If atheism did not bring a sense of worth to my living, God did.
I expect that might well be why suicide is more common among atheists than believers.
Camus and Sartre confronted that reality. Camus wrote a whole book on atheism and suicide. Sartre finally gave in and converted before he died. Maybe Pascal got to him, as he gets to a lot of atheists who cannot rid themselves of the haunting presence of God.
In his book *Modern Man in Search of a Soul * the psychoanalyst Jung writes: "During the past thirty years, people from all the civilized countries of the earth have consulted me. I have treated many hundreds of patients, the larger number being Protestants, a small number of Jews, and not more than five or six believing Catholics.
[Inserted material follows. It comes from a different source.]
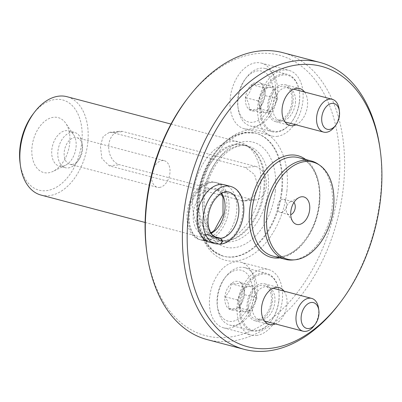 <?xml version="1.0" encoding="UTF-8"?>
<svg xmlns="http://www.w3.org/2000/svg" width="402" height="402" viewBox="0 0 402 402"><rect width="100%" height="100%" fill="white"/><g stroke="black" fill="none" stroke-linecap="round" stroke-linejoin="round"><path stroke-width="0.3" stroke-dasharray="2.01 1.51" d="M20.1 163.197A46.632 29.974 104.7 0 0 51.436 189.508A46.632 29.974 104.7 0 0 81.842 141.876A46.632 29.974 104.7 0 0 67.446 101.892A46.632 29.974 104.7 0 0 33.009 114.138M69.737 143.122A28.401 18.256 104.7 0 0 65.752 123.288A28.401 18.256 104.7 0 0 33.22 140.424A28.401 18.256 104.7 0 0 53.109 171.347A28.401 18.256 104.7 0 0 69.737 143.122M41.074 195.091A50.868 32.698 104.7 0 0 87.797 142.408A50.868 32.698 104.7 0 0 66.958 96.696M260.526 187.85A50.868 32.698 104.7 0 0 246.471 145.268A50.868 32.698 104.7 0 0 239.692 142.137A50.868 32.698 104.7 0 0 195.126 183.016A50.868 32.698 104.7 0 0 213.804 240.532A50.868 32.698 104.7 0 0 221.246 241.14A50.868 32.698 104.7 0 0 260.526 187.85M245.235 167.493L112.706 132.63L109.409 132.338L103.259 136.429L100.359 145.715L101.877 158.519L109.274 165.81L241.808 200.673L245.416 200.93L253.702 196.623L258.014 187.191L254.592 174.584L245.235 167.493L255.612 166.423A16.954 12.628 84.1 0 1 266.576 184.031A16.954 12.628 84.1 0 1 255.637 199.884A16.954 12.628 84.1 0 1 252.185 199.608L119.65 164.74A16.954 12.628 84.1 0 1 108.686 147.137A16.954 12.628 84.1 0 1 119.625 131.283A16.954 12.628 84.1 0 1 123.082 131.56L255.612 166.423M281.536 190.287A63.586 40.873 104.7 0 0 255.486 133.142A63.586 40.873 104.7 0 0 199.784 184.242A63.586 40.873 104.7 0 0 223.13 256.134A63.586 40.873 104.7 0 0 281.536 190.287M146.76 251.843A144.981 93.194 104.7 0 0 244.185 333.63A144.981 93.194 104.7 0 0 338.72 185.538A144.981 93.194 104.7 0 0 293.962 61.235A144.981 93.194 104.7 0 0 186.89 99.299M275.259 93.596A33.914 21.798 104.7 0 0 261.365 63.119A33.914 21.798 104.7 0 0 231.658 90.37A33.914 21.798 104.7 0 0 244.109 128.715A33.914 21.798 104.7 0 0 249.31 129.102A33.914 21.798 104.7 0 0 275.259 93.596M254.682 292.691A33.914 21.798 104.7 0 0 240.793 262.215A33.914 21.798 104.7 0 0 211.08 289.465A33.914 21.798 104.7 0 0 223.537 327.811A33.914 21.798 104.7 0 0 228.733 328.193A33.914 21.798 104.7 0 0 254.682 292.691M207.216 339.615A148.373 95.369 104.7 0 0 343.489 185.97A148.373 95.369 104.7 0 0 282.712 52.637M338.881 304.289A148.373 95.369 104.7 0 0 380.543 195.719A148.373 95.369 104.7 0 0 379.95 148.177M214.477 182.156L224.527 184.804A29.673 19.075 -75.3 0 1 235.421 218.351A29.673 19.075 -75.3 0 1 209.427 242.2L199.377 239.552A29.673 19.075 -75.3 0 1 187.221 212.889A29.673 19.075 -75.3 0 1 209.924 181.82A29.673 19.075 -75.3 0 1 214.477 182.156A29.673 19.075 -75.3 0 1 225.371 215.708A29.673 19.075 -75.3 0 1 199.377 239.552M295.942 124.816A19.075 12.261 104.7 0 0 306.681 110.108A19.075 12.261 104.7 0 0 304.57 92.018M275.365 323.911A19.075 12.261 104.7 0 0 286.103 309.203A19.075 12.261 104.7 0 0 283.993 291.113M292.852 259.978A50.868 32.698 104.7 0 0 332.132 206.688A50.868 32.698 104.7 0 0 318.072 164.106M256.37 335.464A33.914 21.798 104.7 0 0 281.757 303.907A33.914 21.798 104.7 0 0 268.43 269.486A33.914 21.798 104.7 0 0 238.718 296.736A33.914 21.798 104.7 0 0 251.175 335.077A33.914 21.798 104.7 0 0 256.37 335.464M257.873 320.947A19.075 12.261 104.7 0 0 272.149 303.193A19.075 12.261 104.7 0 0 264.652 283.832A19.075 12.261 104.7 0 0 247.944 299.163A19.075 12.261 104.7 0 0 254.948 320.731A19.075 12.261 104.7 0 0 257.873 320.947M276.948 136.368A33.914 21.798 104.7 0 0 302.329 104.811A33.914 21.798 104.7 0 0 289.003 70.39A33.914 21.798 104.7 0 0 259.295 97.641A33.914 21.798 104.7 0 0 271.747 135.987A33.914 21.798 104.7 0 0 276.948 136.368M278.445 121.851A19.075 12.261 104.7 0 0 292.726 104.103A19.075 12.261 104.7 0 0 285.229 84.742A19.075 12.261 104.7 0 0 268.516 100.068A19.075 12.261 104.7 0 0 275.521 121.635A19.075 12.261 104.7 0 0 278.445 121.851M76.038 147.253A18.231 11.718 104.7 0 0 73.481 134.524A18.231 11.718 104.7 0 0 68.571 130.871A18.231 11.718 104.7 0 0 52.602 145.519A18.231 11.718 104.7 0 0 59.295 166.132A18.231 11.718 104.7 0 0 62.089 166.338A18.231 11.718 104.7 0 0 65.365 165.368A18.231 11.718 104.7 0 0 76.038 147.253M68.189 167.941A18.231 11.718 104.7 0 0 77.018 162.197A18.231 11.718 104.7 0 0 82.063 143.017A18.231 11.718 104.7 0 0 74.671 132.479A18.231 11.718 104.7 0 0 58.702 147.127A18.231 11.718 104.7 0 0 65.395 167.734A18.231 11.718 104.7 0 0 68.189 167.941M71.968 164.428A13.743 8.834 104.7 0 0 78.626 160.096A13.743 8.834 104.7 0 0 82.43 145.635A13.743 8.834 104.7 0 0 76.852 137.69A13.743 8.834 104.7 0 0 64.812 148.735A13.743 8.834 104.7 0 0 69.863 164.272A13.743 8.834 104.7 0 0 71.968 164.428M159.408 187.432A13.743 8.834 104.7 0 0 169.694 174.639A13.743 8.834 104.7 0 0 164.292 160.694A13.743 8.834 104.7 0 0 162.187 160.539A13.743 8.834 104.7 0 0 151.901 173.327A13.743 8.834 104.7 0 0 157.298 187.277A13.743 8.834 104.7 0 0 159.408 187.432M281.335 212.512A6.784 4.362 104.7 0 0 286.415 206.201A6.784 4.362 104.7 0 0 283.747 199.317A6.784 4.362 104.7 0 0 277.807 204.764A6.784 4.362 104.7 0 0 280.294 212.432A6.784 4.362 104.7 0 0 281.335 212.512M293.912 202.513A6.784 4.362 104.7 0 0 292.445 201.603A6.784 4.362 104.7 0 0 290.184 201.884A6.784 4.362 104.7 0 0 286.5 207.055A6.784 4.362 104.7 0 0 287.164 213.361A6.784 4.362 104.7 0 0 288.993 214.723A6.784 4.362 104.7 0 0 290.033 214.799A6.784 4.362 104.7 0 0 290.721 214.653M231.085 283.732C230.944 288.515 228.889 292.832 224.924 296.676C228.014 301.133 229.21 305.113 228.517 308.615C233.652 308.781 236.904 308.445 238.265 307.61L240.803 304.746L244.426 294.666L244.506 290.978L240.838 282.727C239.491 283.561 236.24 283.892 231.085 283.732A14.683 9.437 104.7 0 0 224.924 296.676A14.683 9.437 104.7 0 0 228.517 308.615A14.683 9.437 104.7 0 0 238.265 307.61A14.683 9.437 104.7 0 0 240.306 305.414A14.683 9.437 104.7 0 0 244.426 294.666A14.683 9.437 104.7 0 0 244.371 289.963A14.683 9.437 104.7 0 0 240.838 282.727A14.683 9.437 104.7 0 0 231.085 283.732L243.647 287.038L253.401 286.033L256.989 297.972L250.828 310.917L241.079 311.922L239.28 305.952A12.718 8.176 104.7 0 0 245.954 311.419A12.718 8.176 104.7 0 0 253.908 304.445A12.718 8.176 104.7 0 0 255.195 292.003A12.718 8.176 104.7 0 0 248.526 286.536A12.718 8.176 104.7 0 0 240.567 293.51L243.647 287.038M252.129 293.872A26.281 16.894 104.7 0 0 244.014 271.34A26.281 16.894 104.7 0 0 224.602 278.239A26.281 16.894 104.7 0 0 217.331 305.892A26.281 16.894 104.7 0 0 234.989 320.721A26.281 16.894 104.7 0 0 252.129 293.872M256.893 294.299A29.673 19.075 104.7 0 0 244.738 267.637A29.673 19.075 104.7 0 0 225.818 276.651A29.673 19.075 104.7 0 0 217.603 307.872A29.673 19.075 104.7 0 0 229.637 325.032A29.673 19.075 104.7 0 0 256.893 294.299M278.877 300.083A29.673 19.075 104.7 0 0 278.757 290.576A29.673 19.075 104.7 0 0 266.722 273.42A29.673 19.075 104.7 0 0 240.728 297.264A29.673 19.075 104.7 0 0 251.622 330.816A29.673 19.075 104.7 0 0 270.546 321.801A29.673 19.075 104.7 0 0 278.877 300.083M278.943 300.309A28.828 18.527 104.7 0 0 278.827 291.073A28.828 18.527 104.7 0 0 253.587 278.144A28.828 18.527 104.7 0 0 242.512 320.233A28.828 18.527 104.7 0 0 270.847 321.404A28.828 18.527 104.7 0 0 278.943 300.309M271.34 301.093A17.381 11.171 104.7 0 0 264.968 285.711A17.381 11.171 104.7 0 0 248.994 299.44A17.381 11.171 104.7 0 0 256.144 319.248A17.381 11.171 104.7 0 0 271.34 301.093M274.827 302.113A16.954 10.899 104.7 0 0 268.611 287.108A16.954 10.899 104.7 0 0 267.883 286.872A16.954 10.899 104.7 0 0 253.029 300.5A16.954 10.899 104.7 0 0 259.255 319.67A16.954 10.899 104.7 0 0 260.004 319.826A16.954 10.899 104.7 0 0 274.827 302.113M313.851 326.037A16.954 10.899 104.7 0 0 318.61 313.63A16.954 10.899 104.7 0 0 318.545 308.198M240.567 293.51A12.718 8.176 104.7 0 0 238.793 299.847A12.718 8.176 104.7 0 0 239.28 305.952L237.487 299.982L240.567 293.51M250.828 310.917L238.265 307.61M241.079 311.922L228.517 308.615M237.487 299.982L224.924 296.676M253.401 286.033L240.838 282.727M256.989 297.972L244.426 294.666M251.662 84.636C251.521 89.425 249.466 93.741 245.501 97.585C248.587 102.038 249.783 106.017 249.089 109.525C254.225 109.691 257.476 109.354 258.838 108.52L261.38 105.656L265.003 95.575L265.079 91.887L261.411 83.631C260.064 84.465 256.813 84.802 251.662 84.636A14.683 9.437 104.7 0 0 245.501 97.585A14.683 9.437 104.7 0 0 249.089 109.525A14.683 9.437 104.7 0 0 258.838 108.52A14.683 9.437 104.7 0 0 260.878 106.319A14.683 9.437 104.7 0 0 265.003 95.575A14.683 9.437 104.7 0 0 264.943 90.867A14.683 9.437 104.7 0 0 261.411 83.631A14.683 9.437 104.7 0 0 251.662 84.636L264.225 87.943L273.973 86.938L277.566 98.877L271.4 111.826L261.652 112.831L259.858 106.862A12.718 8.176 104.7 0 0 266.526 112.329A12.718 8.176 104.7 0 0 274.486 105.349A12.718 8.176 104.7 0 0 275.767 92.907A12.718 8.176 104.7 0 0 269.099 87.44A12.718 8.176 104.7 0 0 261.144 94.415L264.225 87.943M272.702 94.782A26.281 16.894 104.7 0 0 264.586 72.244A26.281 16.894 104.7 0 0 245.18 79.144A26.281 16.894 104.7 0 0 237.904 106.801A26.281 16.894 104.7 0 0 255.566 121.625A26.281 16.894 104.7 0 0 272.702 94.782M277.465 95.209A29.673 19.075 104.7 0 0 265.315 68.541A29.673 19.075 104.7 0 0 246.391 77.556A29.673 19.075 104.7 0 0 238.175 108.781A29.673 19.075 104.7 0 0 250.215 125.937A29.673 19.075 104.7 0 0 277.465 95.209M299.45 100.992A29.673 19.075 104.7 0 0 299.334 91.485A29.673 19.075 104.7 0 0 287.294 74.325A29.673 19.075 104.7 0 0 261.3 98.168A29.673 19.075 104.7 0 0 272.199 131.72A29.673 19.075 104.7 0 0 291.118 122.705A29.673 19.075 104.7 0 0 299.45 100.992M299.515 101.214A28.828 18.527 104.7 0 0 299.4 91.978A28.828 18.527 104.7 0 0 274.159 79.053A28.828 18.527 104.7 0 0 263.084 121.143A28.828 18.527 104.7 0 0 291.42 122.308A28.828 18.527 104.7 0 0 299.515 101.214M291.917 101.997A17.381 11.171 104.7 0 0 285.541 86.621A17.381 11.171 104.7 0 0 269.571 100.344A17.381 11.171 104.7 0 0 276.722 120.153A17.381 11.171 104.7 0 0 291.917 101.997M295.405 103.018A16.954 10.899 104.7 0 0 289.184 88.013A16.954 10.899 104.7 0 0 288.46 87.782A16.954 10.899 104.7 0 0 273.601 101.41A16.954 10.899 104.7 0 0 279.827 120.58A16.954 10.899 104.7 0 0 280.576 120.731A16.954 10.899 104.7 0 0 295.405 103.018M334.424 126.947A16.954 10.899 104.7 0 0 339.187 114.54A16.954 10.899 104.7 0 0 339.117 109.103M261.144 94.415A12.718 8.176 104.7 0 0 259.365 100.756A12.718 8.176 104.7 0 0 259.858 106.862L258.059 100.887L261.144 94.415M271.4 111.826L258.838 108.52M261.652 112.831L249.089 109.525M258.059 100.887L245.501 97.585M273.973 86.938L261.411 83.631M277.566 98.877L265.003 95.575M213.874 236.522L206.171 234.627L204.342 237.366L206.316 240.446L220.135 244.084A29.673 19.075 104.7 0 0 242.18 216.346A29.673 19.075 104.7 0 0 230.492 186.372M221.608 193.302A23.738 15.261 104.7 0 0 215.165 188.478A23.738 15.261 104.7 0 0 194.367 207.553A23.738 15.261 104.7 0 0 203.085 234.391A23.738 15.261 104.7 0 0 206.668 234.667L206.07 234.637L204.075 237.376L205.93 240.486L220.331 244.155M206.668 234.667L213.959 236.587M220.758 244.109L220.135 244.084M263.727 189.061A49.345 31.718 104.7 0 0 250.089 147.755A49.345 31.718 104.7 0 0 200.281 184.372A49.345 31.718 104.7 0 0 225.622 240.758A49.345 31.718 104.7 0 0 263.727 189.061M264.586 189.332A49.175 31.607 104.7 0 0 244.441 145.142A49.175 31.607 104.7 0 0 201.362 184.654A49.175 31.607 104.7 0 0 219.422 240.255A49.175 31.607 104.7 0 0 264.586 189.332M268.194 190.282A49.175 31.607 104.7 0 0 248.054 146.092A49.175 31.607 104.7 0 0 204.975 185.603A49.175 31.607 104.7 0 0 223.03 241.205A49.175 31.607 104.7 0 0 268.194 190.282M275.34 190.925A54.26 34.879 104.7 0 0 226.045 150.519A54.26 34.879 104.7 0 0 216.542 242.476A54.26 34.879 104.7 0 0 275.34 190.925M282.164 190.453A63.586 40.873 104.7 0 0 256.114 133.308A63.586 40.873 104.7 0 0 200.412 184.402A63.586 40.873 104.7 0 0 223.758 256.3A63.586 40.873 104.7 0 0 282.164 190.453M286.927 190.88A66.978 43.054 104.7 0 0 226.08 141.001A66.978 43.054 104.7 0 0 214.346 254.511A66.978 43.054 104.7 0 0 286.927 190.88M279.827 257.898A52.567 33.788 104.7 0 0 319.439 202.94A52.567 33.788 104.7 0 0 305.711 159.504M319.57 203.382A50.868 32.698 104.7 0 0 298.731 157.669C312.183 160.634 321.645 180.287 319.007 203.095C316.575 234.662 290.998 262.416 272.847 256.064A50.868 32.698 104.7 0 0 319.57 203.382M109.274 165.81L119.65 164.74M241.808 200.673L252.185 199.608M112.706 132.63L123.082 131.56M215.392 243.768A29.673 19.075 104.7 0 0 219.748 244.125M206.316 240.446A29.673 19.075 104.7 0 0 228.361 212.713A29.673 19.075 104.7 0 0 216.673 182.734A29.673 19.075 104.7 0 0 190.679 206.583A29.673 19.075 104.7 0 0 201.573 240.135A29.673 19.075 104.7 0 0 205.93 240.486M206.779 234.657A23.738 15.261 104.7 0 0 211.07 233.361M221.226 193.518L215.165 188.478L228.984 192.111A23.738 15.261 104.7 0 0 208.186 211.186A23.738 15.261 104.7 0 0 216.904 238.029L203.085 234.391L206.07 234.617M145.112 222.457L213.804 240.532M170.996 124.067L239.692 142.137M221.246 241.14L225.622 240.758L219.422 240.255L223.03 241.205C205.814 238.974 196.94 200.588 211.859 172.116C220.959 152.715 237.341 142.604 248.054 146.092L244.441 145.142L250.089 147.755L246.471 145.268M223.13 256.134L213.774 251.054L207.492 244.004L201.116 230.009L198.402 212.497L200.477 189.347L208.105 166.966L223.854 144.68L236.069 135.926L244.913 132.946L255.486 133.142M223.537 327.811L251.175 335.077M240.793 262.215L268.43 269.486M254.948 320.731L269.395 324.53M264.652 283.832L279.099 287.631M244.109 128.715L271.747 135.987M261.365 63.119L289.003 70.39M275.521 121.635L289.968 125.439M285.229 84.742L299.676 88.54M73.481 134.524L65.752 123.288M65.365 165.368L53.109 171.347M59.295 166.132L65.395 167.734M68.571 130.871L74.671 132.479M82.43 145.635L82.063 143.017M78.626 160.096L77.018 162.197M69.863 164.272L157.298 187.277M76.852 137.69L164.292 160.694M109.409 132.333L119.625 131.283M245.416 200.935L255.637 199.884M280.294 212.432L288.993 214.723M283.747 199.317L292.445 201.603M287.164 213.361L292.802 221.557M290.184 201.884L299.123 197.528M244.511 290.978L244.371 289.963M240.808 304.751L240.306 305.414M217.331 305.892L217.603 307.872M224.602 278.239L225.818 276.651M229.637 325.032L251.622 330.816M244.738 267.637L266.722 273.42M278.827 291.073L278.757 290.576M270.847 321.404L270.546 321.801M268.611 287.108L264.968 285.711M260.004 319.826L256.144 319.248M259.255 319.67L264.501 321.052M267.883 286.872L273.129 288.254M265.084 91.887L264.943 90.867M261.385 105.656L260.878 106.319M237.904 106.801L238.175 108.781M245.18 79.144L246.391 77.556M250.215 125.937L272.199 131.72M265.315 68.541L287.294 74.325M299.4 91.978L299.334 91.485M291.42 122.308L291.118 122.705M289.184 88.013L285.541 86.621M280.576 120.731L276.722 120.153M279.827 120.58L285.073 121.957M288.46 87.782L293.701 89.164M224.527 184.804L216.673 182.734C212.02 181.593 207.382 182.624 202.764 185.814C198.276 189.04 194.674 193.674 191.96 199.714C184.528 215.125 188.397 236.989 201.573 240.135L209.427 242.2M206.176 234.607L210.839 232.989"/><path stroke-width="0.6" d="M170.996 124.067L66.958 96.696A50.868 32.698 104.7 0 0 34.522 112.148L33.009 114.138A46.632 29.974 104.7 0 0 20.1 163.197L20.442 165.674A50.868 32.698 104.7 0 0 41.074 195.091L145.112 222.457M34.522 112.148A50.868 32.698 104.7 0 0 20.442 165.674M380.222 150.157L379.95 148.177A148.373 95.369 104.7 0 0 319.771 62.385L282.712 52.637A148.373 95.369 104.7 0 0 188.106 97.711L186.89 99.299A144.981 93.194 104.7 0 0 146.76 251.843L147.037 253.823A148.373 95.369 104.7 0 0 207.216 339.615L244.275 349.363A148.373 95.369 104.7 0 0 338.881 304.289L340.092 302.701A144.981 93.194 104.7 0 0 380.805 196.613A144.981 93.194 104.7 0 0 380.222 150.157A144.981 93.194 104.7 0 0 253.27 85.144A144.981 93.194 104.7 0 0 197.583 296.827A144.981 93.194 104.7 0 0 340.092 302.701M188.106 97.711A148.373 95.369 104.7 0 0 147.037 253.823M319.771 62.385A148.373 95.369 104.7 0 0 189.789 181.609A148.373 95.369 104.7 0 0 244.275 349.363M215.392 243.768L209.427 242.2A29.673 19.075 -75.3 0 1 197.271 215.532A29.673 19.075 -75.3 0 1 224.527 184.804L230.492 186.372A29.673 19.075 104.7 0 0 204.497 210.216A29.673 19.075 104.7 0 0 215.392 243.768L220.341 244.17M304.57 92.018A19.075 12.261 104.7 0 0 299.676 88.54A19.075 12.261 104.7 0 0 282.963 103.872A19.075 12.261 104.7 0 0 289.968 125.439A19.075 12.261 104.7 0 0 292.892 125.655A19.075 12.261 104.7 0 0 295.942 124.816M283.993 291.113A19.075 12.261 104.7 0 0 279.099 287.631A19.075 12.261 104.7 0 0 262.39 302.962A19.075 12.261 104.7 0 0 269.395 324.53A19.075 12.261 104.7 0 0 272.32 324.746A19.075 12.261 104.7 0 0 275.365 323.911M319.696 165.217L318.072 164.106A50.868 32.698 104.7 0 0 311.294 160.976A50.868 32.698 104.7 0 0 266.732 201.849A50.868 32.698 104.7 0 0 285.41 259.365A50.868 32.698 104.7 0 0 292.852 259.978L294.812 259.808A50.19 32.261 104.7 0 0 333.565 207.231A50.19 32.261 104.7 0 0 319.696 165.217A50.19 32.261 104.7 0 0 269.038 202.457A50.19 32.261 104.7 0 0 294.812 259.808M298.802 224.562A14.201 9.13 104.7 0 0 309.776 207.844A14.201 9.13 104.7 0 0 299.123 197.528A14.201 9.13 104.7 0 0 291.41 208.347A14.201 9.13 104.7 0 0 292.802 221.557A14.201 9.13 104.7 0 0 298.802 224.562M290.721 214.653A6.784 4.362 104.7 0 0 294.932 209.271A6.784 4.362 104.7 0 0 293.912 202.513M318.836 310.324L318.545 308.198A16.954 10.899 104.7 0 0 311.666 298.395A16.954 10.899 104.7 0 0 296.812 312.017A16.954 10.899 104.7 0 0 303.038 331.188A16.954 10.899 104.7 0 0 313.851 326.037L315.153 324.334A13.316 8.558 104.7 0 0 318.892 314.59A13.316 8.558 104.7 0 0 318.836 310.324A13.316 8.558 104.7 0 0 307.178 304.349A13.316 8.558 104.7 0 0 302.063 323.791A13.316 8.558 104.7 0 0 315.153 324.334M339.414 111.228L339.117 109.103A16.954 10.899 104.7 0 0 332.238 99.299A16.954 10.899 104.7 0 0 317.384 112.927A16.954 10.899 104.7 0 0 323.61 132.097A16.954 10.899 104.7 0 0 334.424 126.947L335.725 125.238A13.316 8.558 104.7 0 0 339.464 115.495A13.316 8.558 104.7 0 0 339.414 111.228A13.316 8.558 104.7 0 0 327.751 105.259A13.316 8.558 104.7 0 0 322.64 124.7A13.316 8.558 104.7 0 0 335.725 125.238M213.959 236.587L220.487 238.301L222.341 241.421L220.331 244.155M213.874 236.522L220.597 238.291L222.572 241.366L220.758 244.109M305.711 159.504A52.567 33.788 104.7 0 0 251.858 197.94A52.567 33.788 104.7 0 0 279.827 257.898M311.294 160.976L298.731 157.669A50.868 32.698 104.7 0 0 254.17 198.548A50.868 32.698 104.7 0 0 272.847 256.064L285.41 259.365M211.07 233.361A23.738 15.261 104.7 0 0 223.879 215.316A23.738 15.261 104.7 0 0 221.608 193.302M220.597 238.291A23.738 15.261 104.7 0 0 238.321 216.165A23.738 15.261 104.7 0 0 228.984 192.111C226.783 191.277 220.638 191.191 213.658 201.171C209.733 207.527 207.844 214.477 207.995 222.01C208.321 227.788 209.754 232.125 212.291 235.019L216.904 238.029A23.738 15.261 104.7 0 0 220.487 238.301M264.501 321.052L303.038 331.188M273.129 288.254L311.666 298.395M285.073 121.957L323.61 132.097M293.701 89.164L332.238 99.299M210.839 232.989L214.442 230.235L223.025 214.387L223.004 197.689L221.226 193.518M230.492 186.372C235.105 187.669 238.637 190.844 241.089 195.895C243.411 200.915 244.265 206.718 243.652 213.311C242.652 222.311 239.481 229.969 234.145 236.291C230.09 240.868 225.628 243.481 220.758 244.13"/></g></svg>

Among all my patients in the second half of life – there has not been one whose problem in the last resort was not that of finding a religious outlook on life. It is safe to say that every one of them fell ill because he had lost that which the living religions of every age have given to their followers, and none of them has been really healed who did not regain his religious outlook.”
Many believers commit suicide and have mental issues and problems and many atheists are happy; but I agree, it could be easier for an atheist because it’s not a sin, so they don’t have to live on suffering which is good, to me, there is nothing wrong in suicide, it’s the ultimate personal choice and most often a non violent one towards others. I am willing to do it when things get too much hard to handle, it would be an escape from suffering and there is nothing wrong with that. Not all atheists are existentialists and get to the core of life philosophies, there are also some religious groups who support suicide. People give different meanings to their lives, we are more attached to the original meanings that were given to us when we were born and programmed to believe, hard to dismiss and become unchained, that’s why some may get lost when they lose their programming, their country, culture, religions, it may be easier on others who seek other bigger meanings than these and/or create their own for happiness by finding or creating them and they could be often unrelated to religions.